On Mon, Jul 20, 2009 at 6:20 AM, Dmitriy Sintsovquestpc@rambler.ru wrote:
I am not sure that the underscore is the most suitable character, because in MediaWiki it's interchangable with the space character. The type of the document should be determined by it's mime-type. If Google uses the web path "extension" (which is meaningless by the way, because that's a virtual path) instead of mime-type to determine whether the page should be indexed, that's amazing bug for Google.
Maybe they don't retrieve the page in the first place, because they don't want to waste bandwidth and processing time getting images. It would be rather a waste to send dozens or hundreds of HEAD requests on every Flickr page (or whatever) just to make sure that all those things ending in a suffix universally accepted to designate images really *are* images.

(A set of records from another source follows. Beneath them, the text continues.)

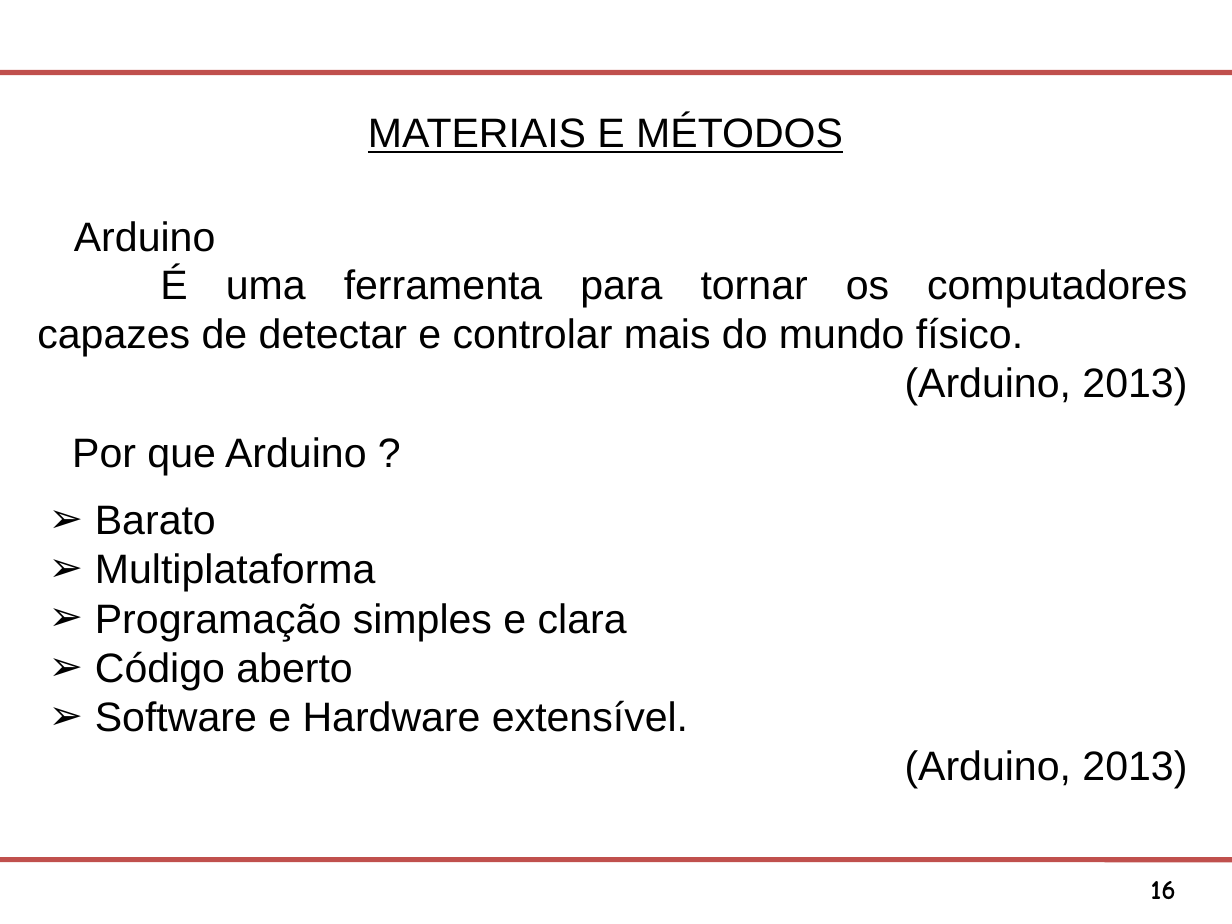
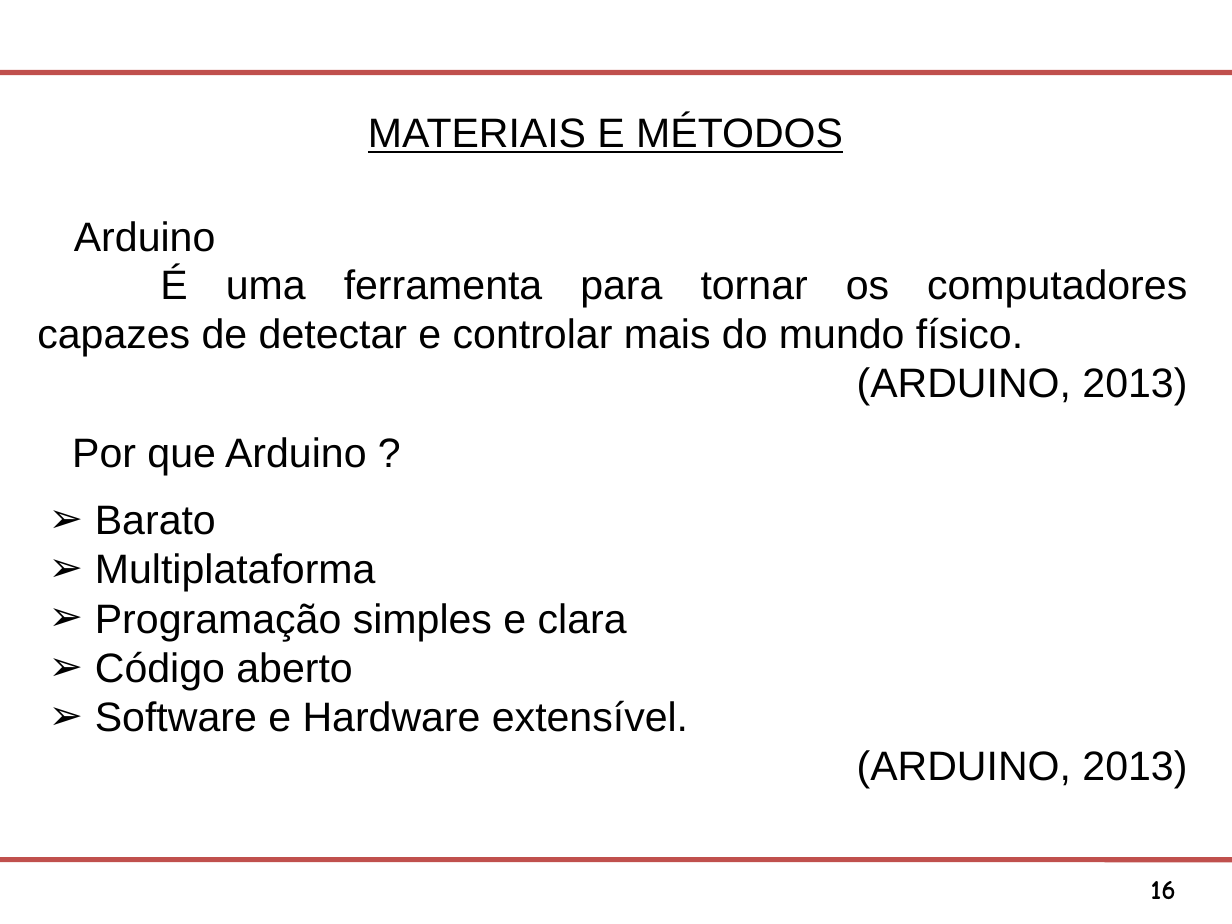
Before and after one commit to Osmar1503/TG, a slide deck: slide 16 of Modelo Apresentacao FATEC SJC.ppt. Drawn at 1232x924 pixels with LibreOffice and Linux fonts; fonts in the diff are those of the drawing; background and template pictures are left out. Boxes give left, top, right and bottom in pixels: in the first picture for what was removed or moved away, otherwise in the second. Text is boxed around its words. In the diff, an @@ line names an element or a change of style, - is before the commit and + after.

```diff
--- a/Modelo Apresentacao FATEC SJC.ppt
+++ b/Modelo Apresentacao FATEC SJC.ppt
@@ text at (857, 367, 1187, 406): text changed @@
-(Arduino, 2013)
+(ARDUINO, 2013)
@@ text at (857, 750, 1187, 789): text changed @@
-(Arduino, 2013)
+(ARDUINO, 2013)
```
Also in this commit, not shown: 8 other slides changed, 1 slide added, 1 slide removed.

On Mon, Jul 20, 2009 at 9:45 AM, Nikola Smolenskismolensk@eunet.yu wrote:
It's a necessary evil however, because of a number of servers that serve incorrect mime types.
Well, that would make no difference if you actually downloaded the content, or the first handful of bytes. It's easy to *very* reliably distinguish binary image data from HTML if you get to look at the first several bytes of the file.
Anyway, I think the "right" way to do this would be to omit the suffix from the page name entirely, treating the format as an implementation detail. That way you could, for instance, upload an SVG over a PNG or a PNG over a JPEG, and have all users be automatically updated without manually changing the references. This does get a little confusing when you consider totally different types of media, though, like audio or video or PDF or whatnot. If NS_FILE (NS_IMAGE) weren't hardcoded in thirty million places both in code and templates, I might suggest different namespaces for different media types instead of one unified File: namespace, but that seems impractical at this point.